> YOUR OBJECTIVE: Scan the data below for the string "déployer". Show every line where it turns up.

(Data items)
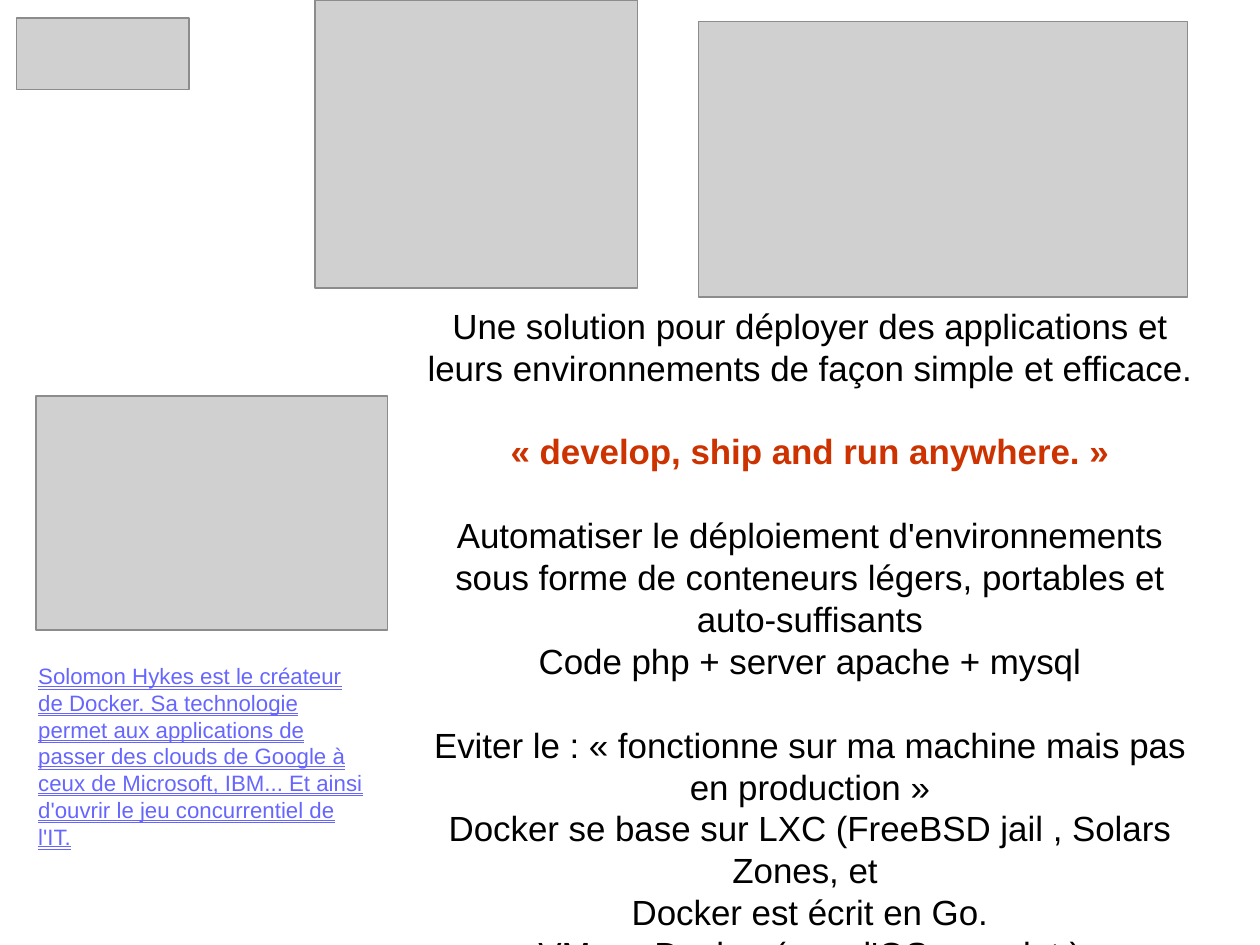
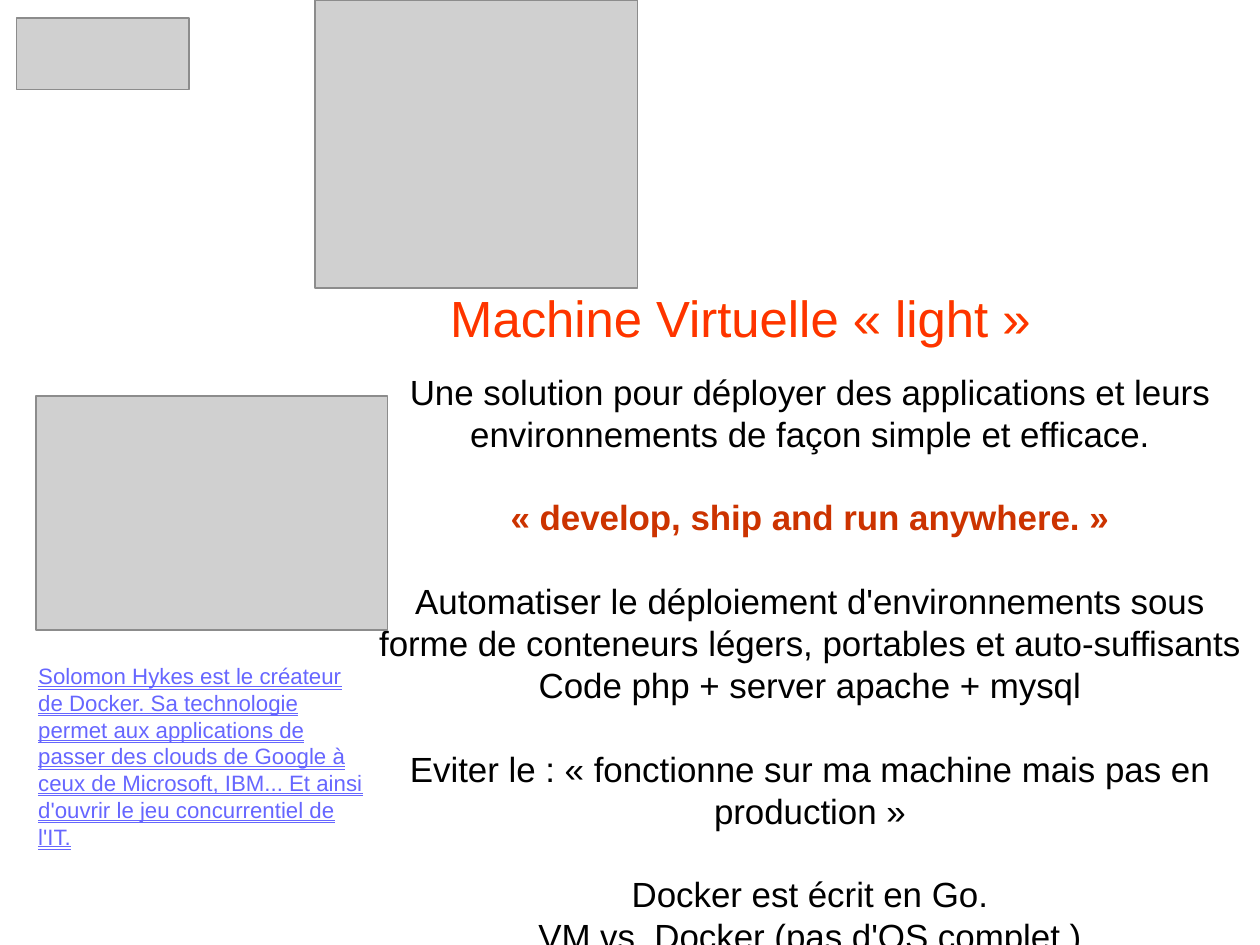
Before and after one commit to heylve/current, a slide deck: slide 2 of Rencontre_devs/docker_dev_conf_20_11_2017.odp. Drawn at 1260x945 pixels with LibreOffice and Linux fonts; fonts in the diff are those of the drawing; grey boxes stand for pictures. Boxes give left, top, right and bottom in pixels: in the first picture for what was removed or moved away, otherwise in the second. Text is boxed around its words. In the diff, an @@ line names an element or a change of style, - is before the commit and + after.

```diff
--- a/Rencontre_devs/docker_dev_conf_20_11_2017.odp
+++ b/Rencontre_devs/docker_dev_conf_20_11_2017.odp
@@ picture removed at <box>699,22,1188,297</box> @@
@@ text added at <box>450,300,988,348</box>, 32 pt, text #FF3300 @@
+Machine Virtuelle « light »
@@ subtitle "Une solution pour déployer des ...": place and size @@
-subtitle "Une solution pour déployer des ..." at <box>428,313,1192,926</box>
+subtitle "Une solution pour déployer des ..." at <box>379,379,1240,908</box>
@@ subtitle at <box>449,815,1171,888</box>: paragraph removed @@
-Docker se base sur LXC (FreeBSD jail , Solars Zones, et
```
Also in this commit, not shown: 3 other slides changed, 1 slide added.

> SOLUTION FOR THIS PROBLEM:
@@ subtitle "Une solution pour déployer des ...": place and size @@
-subtitle "Une solution pour déployer des ..." at <box>428,313,1192,926</box>
+subtitle "Une solution pour déployer des ..." at <box>379,379,1240,908</box>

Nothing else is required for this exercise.